Takeaway: Success with AI isn’t about massive investments up front; it’s about cultivating internal champions, testing use cases, and building a culture of curiosity and experimentation.
2. Make Sure Your AI Efforts are Explainable
As banks are rolling out new projects, it’s also important that they be able to document and explain the bank’s AI use. Jeremy Mandell, Co-Chair of the Financial Services Practice at Morrison Foerster, noted that this gets to the core of ‘explainable AI.’ Mandell shared that, “a lot of times when a regulator or an exam team is trying to learn how banks are deploying AI, they are learning along with their exam process.” That’s why it’s critical to be able to communicate the details in a clear way.
Mandell described explainable AI as “the ability to say the purpose of the AI, understanding the inputs that are used, the outputs and the suitability of those outputs, and the business justification of the use of that AI.” He encouraged Forum attendees to articulate all of those things and document them in a way that is not only understandable for management, but also for regulators and exam teams.

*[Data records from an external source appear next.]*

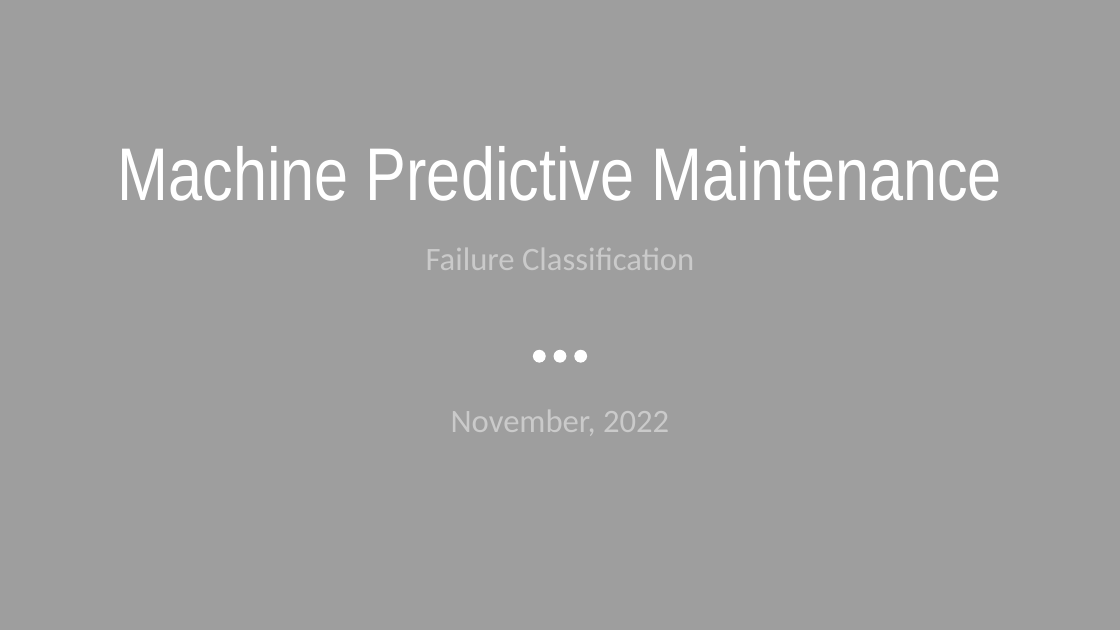
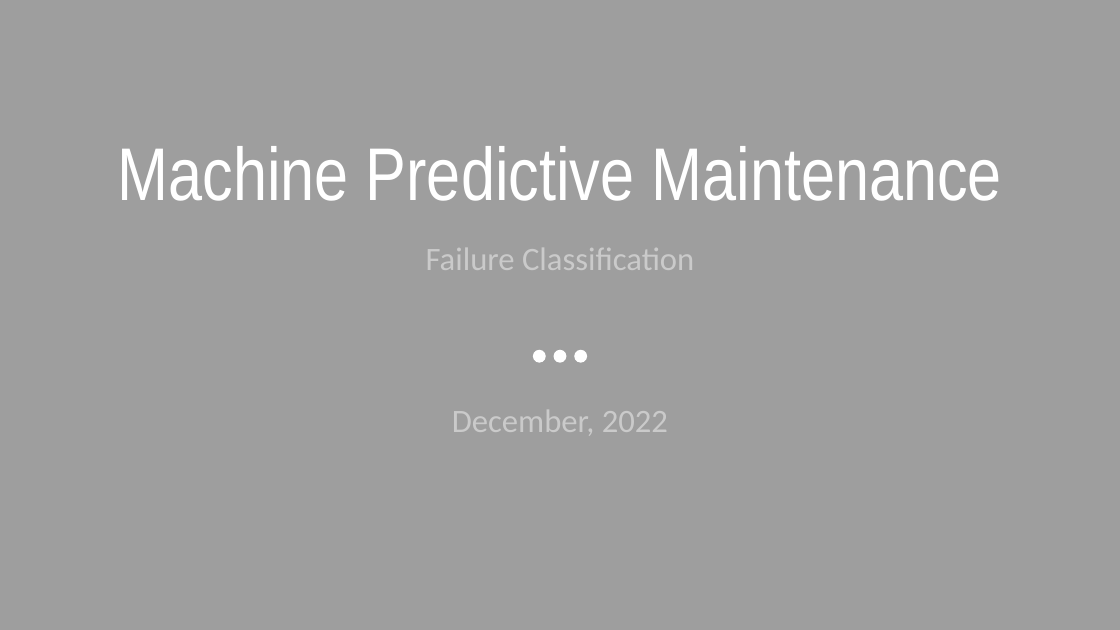
Before and after one commit to tfuger10/Machine-Predictive-Maintenance, a slide deck: slide 1 of Machine-Predictive-Maintenance.pptx. Drawn at 1120x630 pixels with LibreOffice and Linux fonts; fonts in the diff are those of the drawing. Boxes give left, top, right and bottom in pixels: in the first picture for what was removed or moved away, otherwise in the second. Text is boxed around its words. In the diff, an @@ line names an element or a change of style, - is before the commit and + after.

```diff
--- a/Machine-Predictive-Maintenance.pptx
+++ b/Machine-Predictive-Maintenance.pptx
@@ subtitle at bbox=[452, 410, 668, 434]: text changed @@
-November, 2022
+December, 2022
```
Also in this commit, not shown: 5 other slides changed, 3 slides added, 2 slides removed, 4 other files.

Takeaway: Banks need structured documentation and a firm handle on the inputs and outputs of their models for AI deployments to ensure transparency for regulators and accountability for the board.
3. AI Should Enhance, Not Replace, Human Decision-Making
With much of the emphasis in this area on efficiency, it’s interesting that it was the technologist of the group, Chief Revenue Officer at Alkami Technology & Co-Founder and President of MANTL Nathaniel Harley, who highlighted AI’s role in deepening relationships with customers.
Harley painted a picture for the audience of part of his AI vision, saying “as we think about deepening relationships, it can really make the banker more intelligent, right? You have someone sitting in front of you. You have all this data [about them] that might be in different systems. How do you aggregate that data and then serve the banker information so that they know the next best product that they should offer to their customer or business that’s sitting in front of them?”
While noting that AI can provide efficiency gains in areas like fraud detection and manual reviews, Harley also stressed the importance of keeping a “human in the loop” to validate AI outcomes.
Takeaway: AI’s true value in banking lies in augmenting — not eliminating — human expertise, improving productivity, and enabling smarter, faster customer engagement.